Happy New Year and welcome to a new decade!
2019 was a good reading year for me—I finished 30+ books, started this little newsletter, and really started to dial in my note-taking.
In the spirit of resolution-making, 2020 is going to be the year that I refine what my ultimate output should be. A newsletter? More focused writing that is driven by the things I read? Less focus on books and more on papers, articles, and other types of long-form content? Hopefully I can answer those questions over the coming months. If you have thoughts on this let me know! 😄
I’m switching to a new note-taking system so no attached notes for this update. But email me if you’d like a copy.
And if you’d like to share these out more broadly, you can use this link where anyone can subscribe: https://booknotes.substack.com/
Matt
1 - The Power Broker
Robert Moses built public works costing, in 1968 dollars, twenty-seven billion dollars. In terms of personal conception and completion, no other public official in the history of the United States built public works costing an amount even close to that figure.
The Power Broker, is a massive biography of Robert Moses, a man who did more to shape modern day New York City than any other person alive in the 20th century. By acquiring power through unelected positions, he dodged voter accountability, and built up a tremendous stockpile of goodwill and power, which allowed him to complete hundreds of massive public works projects—parks, roads, bridges, complexes (e.g. the Lincoln Center)—all funded through bonds issued on toll-revenues, and his adroit ability to secure federal, state, and city government funding.

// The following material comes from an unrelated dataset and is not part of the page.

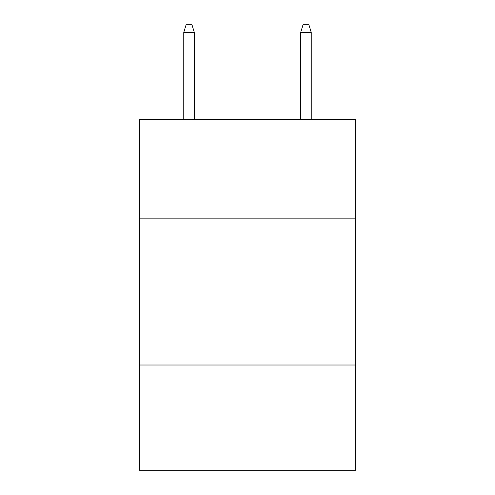 <?xml version="1.0" encoding="UTF-8"?>
<svg xmlns="http://www.w3.org/2000/svg" width="495" height="495" viewBox="0 0 495 495"><rect width="100%" height="100%" fill="white"/><g stroke="black" fill="none" stroke-linecap="round" stroke-linejoin="round"><path stroke-width="0.74" d="M355.657 218.852L355.657 119.462L139.343 119.462L139.343 218.852L355.657 218.852L355.657 470.25L139.343 470.25L139.343 218.852M355.657 365.013L139.343 365.013M194.3 119.462L194.3 32.348L183.775 32.348L183.775 119.462M183.775 32.348L186.114 24.75L191.961 24.75L194.3 32.348M300.7 32.348L303.039 24.75L308.886 24.75L311.225 32.348L300.7 32.348L300.7 119.462M311.225 32.348L311.225 119.462"/></g></svg>
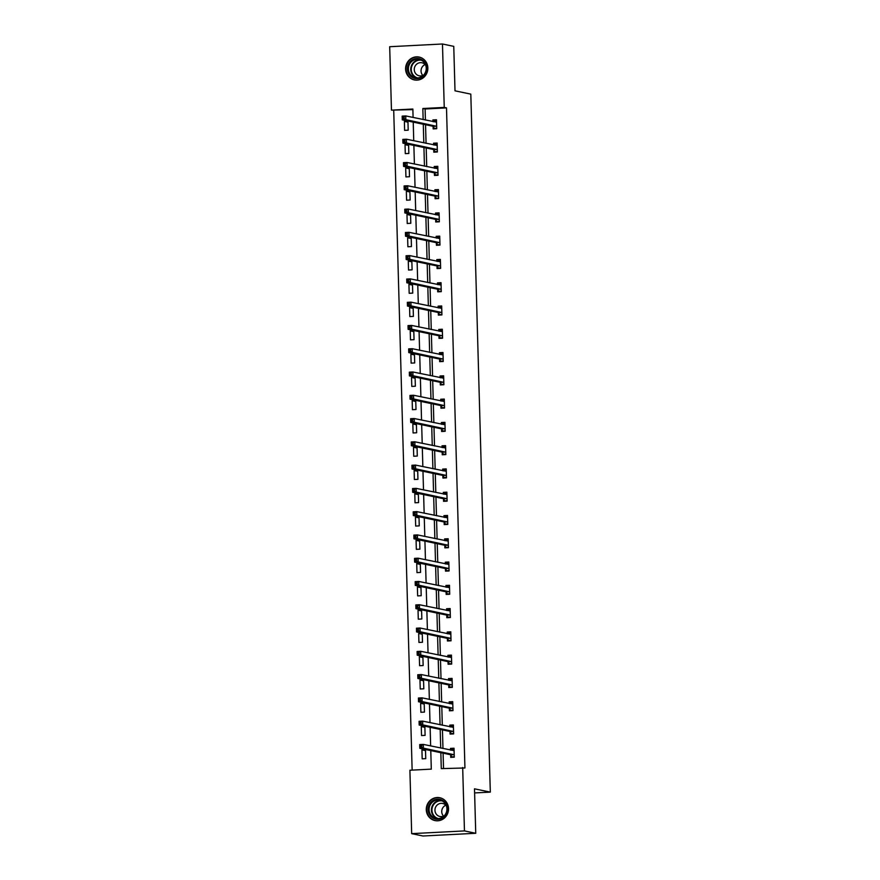 <?xml version="1.0" encoding="UTF-8"?>
<svg xmlns="http://www.w3.org/2000/svg" width="880" height="880" viewBox="0 0 880 880"><rect width="100%" height="100%" fill="white"/><g stroke="black" fill="none" stroke-linecap="round" stroke-linejoin="round"><path stroke-width="1.32" d="M427.856 67.914A11.671 11.11 101.8 0 1 414.337 79.915A11.671 11.11 101.8 0 1 405.603 69.058A11.671 11.11 101.8 0 1 419.111 57.057A11.671 11.11 101.8 0 1 427.856 67.914M448.536 808.577A11.671 11.11 101.8 0 1 435.028 820.589A11.671 11.11 101.8 0 1 426.283 809.732A11.671 11.11 101.8 0 1 439.802 797.731A11.671 11.11 101.8 0 1 448.536 808.577M412.874 109.615L391.457 110.132L389.686 46.717L442.475 44L453.761 46.354L455.004 90.827L470.811 94.127L490.314 792.121L474.496 788.821L475.739 833.283L422.961 836L411.675 833.646L409.904 770.231L431.299 769.131L430.782 750.596M393.723 110.605L412.137 770.11M474.617 792.924L490.314 792.121M425.744 758.648L425.502 749.694L421.938 749.87L422.18 758.824L425.744 758.648M425.095 735.372L424.853 726.418L421.278 726.594L421.531 735.548L425.095 735.372M424.446 712.096L424.204 703.142L420.629 703.318L420.882 712.272L424.446 712.096M423.797 688.809L423.544 679.866L419.98 680.042L420.233 688.996L423.797 688.809M423.148 665.533L422.895 656.59L419.331 656.766L419.584 665.72L423.148 665.533M422.499 642.257L422.246 633.314L418.682 633.49L418.935 642.444L422.499 642.257M421.85 618.981L421.597 610.038L418.033 610.214L418.286 619.168L421.85 618.981M421.201 595.705L420.948 586.751L417.384 586.938L417.637 595.892L421.201 595.705M420.552 572.429L420.299 563.475L416.735 563.662L416.977 572.616L420.552 572.429M419.903 549.153L419.65 540.199L416.086 540.386L416.328 549.34L419.903 549.153M419.243 525.877L419.001 516.923L415.426 517.11L415.679 526.064L419.243 525.877M418.594 502.601L418.352 493.647L414.777 493.834L415.03 502.788L418.594 502.601M417.945 479.325L417.692 470.371L414.128 470.558L414.381 479.512L417.945 479.325M417.296 456.049L417.043 447.095L413.479 447.282L413.732 456.236L417.296 456.049M416.647 432.773L416.394 423.819L412.83 424.006L413.083 432.96L416.647 432.773M415.998 409.497L415.745 400.543L412.181 400.73L412.434 409.684L415.998 409.497M415.349 386.221L415.096 377.267L411.532 377.454L411.785 386.408L415.349 386.221M414.7 362.945L414.447 353.991L410.883 354.178L411.125 363.132L414.7 362.945M414.051 339.669L413.798 330.715L410.234 330.902L410.476 339.856L414.051 339.669M413.391 316.393L413.149 307.439L409.585 307.626L409.827 316.58L413.391 316.393M412.742 293.117L412.5 284.163L408.925 284.35L409.178 293.293L412.742 293.117M412.093 269.841L411.851 260.887L408.276 261.074L408.529 270.017L412.093 269.841M411.444 246.565L411.191 237.611L407.627 237.798L407.88 246.741L411.444 246.565M410.795 223.289L410.542 214.335L406.978 214.511L407.231 223.465L410.795 223.289M410.146 200.013L409.893 191.059L406.329 191.235L406.582 200.189L410.146 200.013M409.497 176.737L409.244 167.783L405.68 167.959L405.933 176.913L409.497 176.737M408.848 153.461L408.595 144.507L405.031 144.683L405.284 153.637L408.848 153.461M408.199 130.174L407.946 121.231L404.382 121.407L404.624 130.361L408.199 130.174M440.836 752.697L441.287 768.614L464.937 767.987L446.501 107.888L425.106 108.988L425.414 120.043M425.546 124.707L426.063 143.319M426.195 147.983L426.712 166.595M426.844 171.259L427.361 189.871M427.493 194.535L428.01 213.147M428.142 217.811L428.659 236.423M428.791 241.087L429.308 259.699M429.44 264.363L429.957 282.975M430.089 287.639L430.617 306.251M430.738 310.915L431.266 329.527M431.398 334.191L431.915 352.803M432.047 357.467L432.564 376.079M432.696 380.743L433.213 399.355M433.345 404.03L433.862 422.642M433.994 427.306L434.511 445.918M434.643 450.582L435.16 469.194M435.292 473.858L435.809 492.47M435.941 497.134L436.469 515.746M436.59 520.41L437.118 539.022M437.239 543.686L437.767 562.298M437.899 566.962L438.416 585.574M438.548 590.238L439.065 608.85M439.197 613.514L439.714 632.126M439.846 636.79L440.363 655.402M440.495 660.066L441.012 678.678M441.144 683.342L441.661 701.954M441.793 706.618L442.31 725.23M442.442 729.894L442.97 748.506M443.091 753.17L443.52 768.493M450.648 754.941L450.714 757.361L454.278 757.174L454.025 748.22L450.461 748.407L450.505 750.079M449.999 731.665L450.065 734.085L453.629 733.898L453.376 724.944L449.812 725.131L449.856 726.803M449.35 708.389L449.416 710.809L452.98 710.622L452.727 701.668L449.163 701.855L449.207 703.527M448.69 685.113L448.767 687.533L452.331 687.346L452.078 678.392L448.514 678.579L448.558 680.251M448.041 661.837L448.107 664.257L451.682 664.07L451.429 655.116L447.865 655.303L447.909 656.975M447.392 638.561L447.458 640.981L451.033 640.794L450.78 631.84L447.216 632.027L447.26 633.699M446.743 615.285L446.809 617.694L450.373 617.518L450.131 608.564L446.567 608.751L446.611 610.423M446.094 592.009L446.16 594.418L449.724 594.242L449.482 585.288L445.907 585.475L445.962 587.147M445.445 568.733L445.511 571.142L449.075 570.966L448.822 562.012L445.258 562.199L445.313 563.871M444.796 545.457L444.862 547.866L448.426 547.69L448.173 538.736L444.609 538.912L444.653 540.595M444.147 522.181L444.213 524.59L447.777 524.414L447.524 515.46L443.96 515.636L444.004 517.319M443.498 498.905L443.564 501.314L447.128 501.138L446.875 492.184L443.311 492.36L443.355 494.043M442.838 475.629L442.915 478.038L446.479 477.862L446.226 468.908L442.662 469.084L442.706 470.767M442.189 452.353L442.255 454.762L445.83 454.575L445.577 445.632L442.013 445.808L442.057 447.491M441.54 429.077L441.606 431.486L445.181 431.299L444.928 422.356L441.364 422.532L441.408 424.215M440.891 405.801L440.957 408.21L444.521 408.023L444.279 399.08L440.715 399.256L440.759 400.939M440.242 382.525L440.308 384.934L443.872 384.747L443.63 375.804L440.055 375.98L440.11 377.663M439.593 359.238L439.659 361.658L443.223 361.471L442.981 352.517L439.406 352.704L439.461 354.387M438.944 335.962L439.01 338.382L442.574 338.195L442.321 329.241L438.757 329.428L438.801 331.111M438.295 312.686L438.361 315.106L441.925 314.919L441.672 305.965L438.108 306.152L438.152 307.835M437.646 289.41L437.712 291.83L441.276 291.643L441.023 282.689L437.459 282.876L437.503 284.559M436.997 266.134L437.063 268.554L440.627 268.367L440.374 259.413L436.81 259.6L436.854 261.272M436.337 242.858L436.414 245.278L439.978 245.091L439.725 236.137L436.161 236.324L436.205 237.996M435.688 219.582L435.754 222.002L439.329 221.815L439.076 212.861L435.512 213.048L435.556 214.72M435.039 196.306L435.105 198.726L438.68 198.539L438.427 189.585L434.863 189.772L434.907 191.444M434.39 173.03L434.456 175.45L438.02 175.263L437.778 166.309L434.203 166.496L434.258 168.168M433.741 149.754L433.807 152.174L437.371 151.987L437.129 143.033L433.554 143.22L433.609 144.892M433.092 126.478L433.158 128.898L436.722 128.711L436.469 119.757L432.905 119.944L432.96 121.616M475.739 833.283L464.453 830.918L411.675 833.646M442.475 44L444.246 107.415L422.84 108.515L423.148 119.57M446.501 107.888L444.246 107.415M462.682 767.514L464.453 830.918M423.28 124.234L423.808 142.846M423.929 147.51L424.457 166.122M424.578 170.786L425.106 189.398M425.238 194.062L425.755 212.674M425.887 217.338L426.404 235.95M426.536 240.614L427.053 259.226M427.185 263.89L427.702 282.502M427.834 287.166L428.351 305.778M428.483 310.442L429 329.054M429.132 333.729L429.649 352.341M429.781 357.005L430.309 375.617M430.43 380.281L430.958 398.893M431.09 403.557L431.607 422.169M431.739 426.833L432.256 445.445M432.388 450.109L432.905 468.721M433.037 473.385L433.554 491.997M433.686 496.661L434.203 515.273M434.335 519.937L434.852 538.549M434.984 543.213L435.501 561.825M435.633 566.489L436.161 585.101M436.282 589.765L436.81 608.377M436.931 613.041L437.459 631.653M437.591 636.317L438.108 654.929M438.24 659.593L438.757 678.205M438.889 682.869L439.406 701.481M439.538 706.145L440.055 724.757M440.187 729.421L440.704 748.033M413.094 117.469L412.863 109.032L391.457 110.132M430.65 745.932L430.133 727.32M430.001 722.656L429.484 704.044M429.352 699.38L428.824 680.768M428.703 676.104L428.175 657.492M428.043 652.828L427.526 634.216M427.394 629.552L426.877 610.94M426.745 606.276L426.228 587.664M426.096 583L425.579 564.388M425.447 559.724L424.93 541.112M424.798 536.448L424.281 517.836M424.149 513.172L423.632 494.56M423.5 489.896L422.972 471.284M422.851 466.62L422.323 448.008M422.202 443.344L421.674 424.732M421.542 420.068L421.025 401.456M420.893 396.792L420.376 378.18M420.244 373.516L419.727 354.904M419.595 350.24L419.078 331.628M418.946 326.964L418.429 308.341M418.297 303.677L417.78 285.065M417.648 280.401L417.131 261.789M416.999 257.125L416.471 238.513M416.35 233.849L415.822 215.237M415.69 210.573L415.173 191.961M415.041 187.297L414.524 168.685M414.392 164.021L413.875 145.409M413.743 140.745L413.226 122.133M425.106 108.988L422.84 108.515M454.058 749.155L450.461 748.407M425.524 750.629L421.938 749.87M424.875 727.353L421.278 726.594M453.409 725.879L449.812 725.131M424.226 704.077L420.629 703.318M452.76 702.603L449.163 701.855M423.577 680.801L419.98 680.042M452.1 679.327L448.514 678.579M422.928 657.514L419.331 656.766M451.451 656.051L447.865 655.303M422.279 634.238L418.682 633.49M450.802 632.775L447.216 632.027M421.619 610.962L418.033 610.214M450.153 609.499L446.567 608.751M420.97 587.686L417.384 586.938M449.504 586.223L445.907 585.475M420.321 564.41L416.735 563.662M448.855 562.947L445.258 562.199M419.672 541.134L416.086 540.386M448.206 539.671L444.609 538.912M419.023 517.858L415.426 517.11M447.557 516.395L443.96 515.636M418.374 494.582L414.777 493.834M446.908 493.119L443.311 492.36M417.725 471.306L414.128 470.558M446.248 469.843L442.662 469.084M417.076 448.03L413.479 447.282M445.599 446.567L442.013 445.808M416.427 424.754L412.83 424.006M444.95 423.28L441.364 422.532M415.778 401.478L412.181 400.73M444.301 400.004L440.715 399.256M415.118 378.202L411.532 377.454M443.652 376.728L440.055 375.98M414.469 354.926L410.883 354.178M443.003 353.452L439.406 352.704M413.82 331.65L410.234 330.902M442.354 330.176L438.757 329.428M413.171 308.374L409.585 307.626M441.705 306.9L438.108 306.152M412.522 285.098L408.925 284.35M441.056 283.624L437.459 282.876M411.873 261.822L408.276 261.074M440.396 260.348L436.81 259.6M411.224 238.546L407.627 237.798M439.747 237.072L436.161 236.324M410.575 215.27L406.978 214.511M439.098 213.796L435.512 213.048M409.926 191.994L406.329 191.235M438.449 190.52L434.863 189.772M409.266 168.718L405.68 167.959M437.8 167.244L434.203 166.496M408.617 145.442L405.031 144.683M437.151 143.968L433.554 143.22M407.968 122.166L404.382 121.407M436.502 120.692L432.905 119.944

By all accounts, he was a truly terrible human being. He designed his overpasses so that public buses couldn’t pass beneath, effectively barring classes of people from recreating and enjoying the things he built with public money. He was a cruel and ruthless leader—leaving ruined careers, and broken men and women in his wake.
So why read a thousand-plus page biography on Moses? Because it’s an amazing look at how “power reveals”. Caro masterfully builds a narrative around the conversion from young idealist, to old, power-hungry ideologue. It’s a masterclass in how politics works, and what young legislators are up against when they seek to pass a bill, or get things done. Perhaps most of all, it is a reminder of what one person can accomplish if power is left unchecked—both good, but mostly bad.
2 - Awareness
"What you are aware of you are in control of; what you are not aware of is in control of you. You are always a slave to what you're not aware of."
A simple, but powerful book on how to finding happiness. "Happiness is not the same as excitement, it's not the same as thrills." It is being satisfied in the moment and constantly changing to adapt to the vicissitudes of life.
How do we do this? Through a process of self-observation, we we watch for negative feelings, detach them from ourselves, and not longer identify ourselves with those feelings, labels, and other transient things.
3 - Nature Form & Spirit
I’ve been interested in George Nakashima since I saw one of his Peace Altars at the Cathedral of St. John the Divine in New York City. The altars, formed from beautiful English Oak slabs, were designed to represent, “peace in a tangible form” and Nakashima intended to gift one to a location on each continent.
This book, written by his daughter Mira’, provides an overview of his remarkable life—studying in Paris, working as an architect in Japan and India, interned during WWII in Minidoka (where he learned Japanese woodworking), and the building of his compound/family home/work studio in Hope, Pennsylvania.
On a personal level, I was particularly impressed with how he dealt with being Japanese-American during and after World War II:
“George, however, would not submit to the oppressive inferiority complexes prevalent in most *nisei* (second-generation Japanese), but instead sensed a need to prove that there was an innate goodness in the people most Americans regarded as enemy aliens. Indeed, he was one of the few brave enough to speak with genuine pride of his mother’s acceptance into the Imperial Court, his noble samurai lineage, and in effect promulgated and vindicated the norms of Japanese beauty through his work in the United States. One of his friends, the Japanese sculptor Masayuki Nagare, later remarked that my father was ‘more Japanese than the Japanese.’”
4 - The Soul of A Tree
Part memoir, part manual for woodworking, this book introduces, whereas Mira’s Nakashima’s book expands and continues. Many of the same stories are shared in both, but I found that Mira’s book had more context and felt more “complete”.
“Preserving the techniques of fine joinery can help save us from the onslaught of mediocrity in our furniture and housing. The great cypresses and cedars of the Orient are fast being depleted, the Lebanon dear is almost extinct and even the fine American cypresses, the Port Orford cedar and the Alaska cedar, are in short supply. But new trees grow and the wood that can still be joined is luckily still adequate, though limited. We can still make joints to our hearts’ content, joints that are honest, sound and enduring.”